28.12.2023 06:08, Hayato Kuroda (Fujitsu) wrote:
> Dear Alexander,
>
>> I agree with your analysis and would like to propose a PoC fix (see
>> attached). With this patch applied, 20 iterations succeeded for me.
> There are no reviewers so that I will review again. Let's move the PoC
> to the concrete patch. Note that I only focused on fixes of random failure,
> other parts are out-of-scope.

Thinking about that fix more, I'm not satisfied with the approach proposed.
First, it turns every unlink operation into two write operations
(rename + unlink), not to say about new risks of having stale .tmp files
(perhaps, it's ok for regular files (MoveFileEx can overwrite existing
files), but not for directories)
Second, it does that on any Windows OS versions, including modern ones,
which are not affected by the issue, as we know.

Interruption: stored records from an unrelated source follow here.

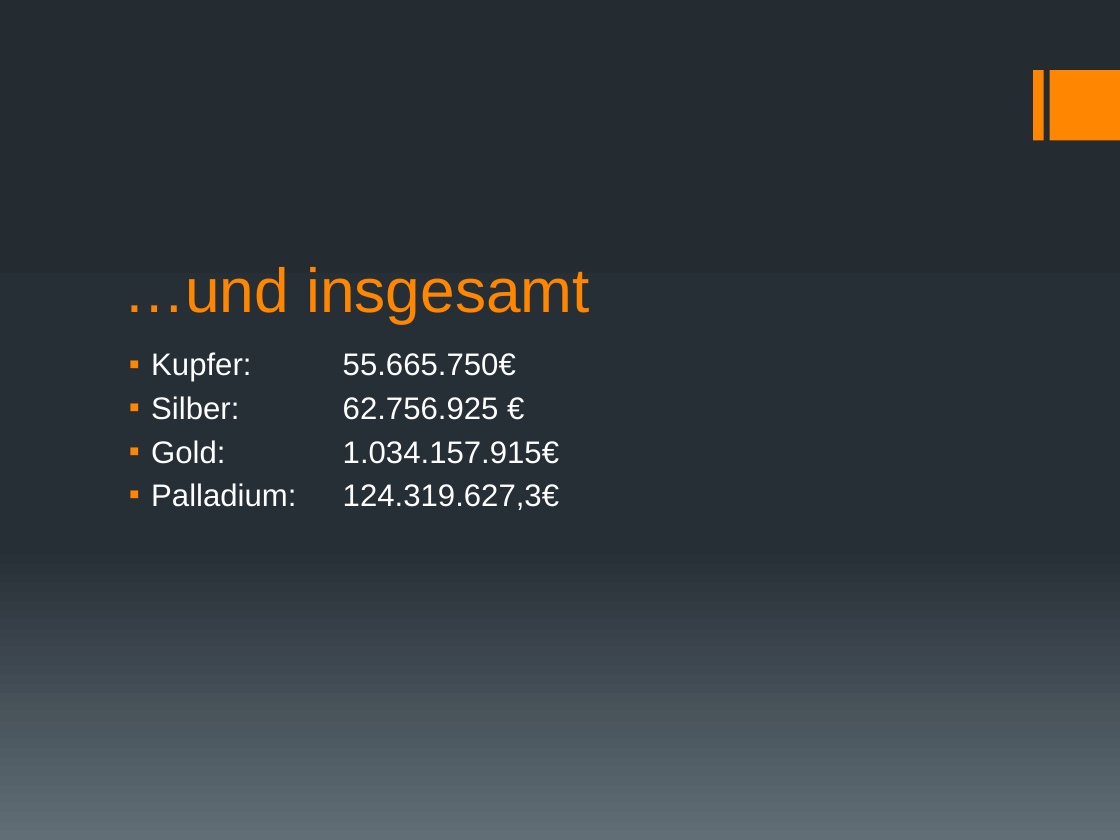
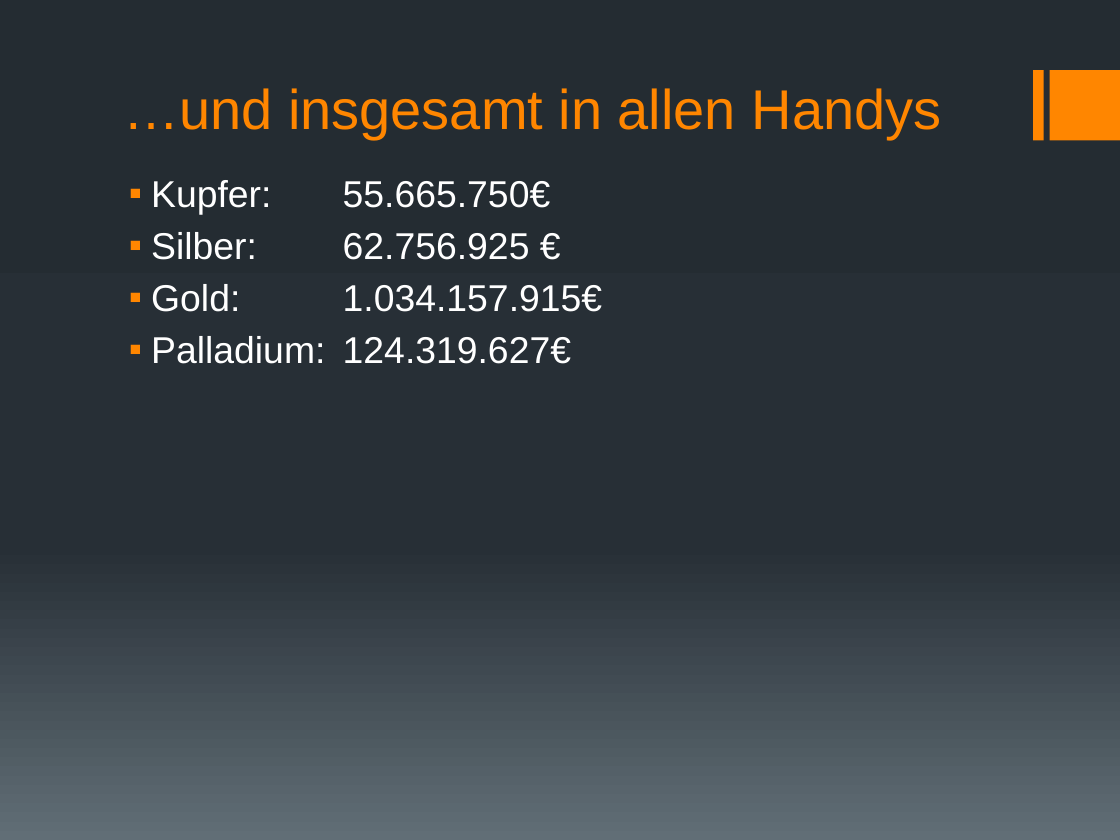
Before and after one commit to GymWenFLL/tpp_presentation, a slide deck: slide 10 of Gesamtpräsentation.pptx (slide 8 before the commit). Drawn at 1120x840 pixels with LibreOffice and Linux fonts; fonts in the diff are those of the drawing. Boxes give left, top, right and bottom in pixels: in the first picture for what was removed or moved away, otherwise in the second. Text is boxed around its words. In the diff, an @@ line names an element or a change of style, - is before the commit and + after.

```diff
--- a/Gesamtpräsentation.pptx
+++ b/Gesamtpräsentation.pptx
@@ title at [123, 88, 942, 139]: text changed; size 40 to 36 pt @@
-…und insgesamt
+…und insgesamt in allen Handys
@@ text "Kupfer: 55.665.750€": place and size @@
-text "Kupfer: 55.665.750€" at [151, 352, 559, 510]
+text "Kupfer: 55.665.750€" at [151, 180, 602, 364]
@@ text at [151, 180, 602, 312]: size 20 to 24 pt in "Kupfer: 55.665.750€", "Silber: 62.756.925 €", "Gold: 1.034.157.915€" @@
@@ text at [151, 336, 571, 364]: text changed; size 20 to 24 pt @@
-▪ Palladium: 124.319.627,3€
+▪ Palladium: 124.319.627€
```
Also in this commit, not shown: 9 other slides changed, 12 slides added, 8 slides removed, 2 other files.

So I started to think about other approach: to perform unlink as it's
implemented now, but then wait until the DELETE_PENDING state is gone.
And I was very surprised to see that this state is not transient in our case.
Additional investigation showed that the test fails not because some aside
process opens a file (concretely, {template1_id/postgres_id}/2683), that is
being deleted, but because of an internal process that opens the file and
holds a handle to it indefinitely.
And the internal process is ... background writer (BgBufferSync()).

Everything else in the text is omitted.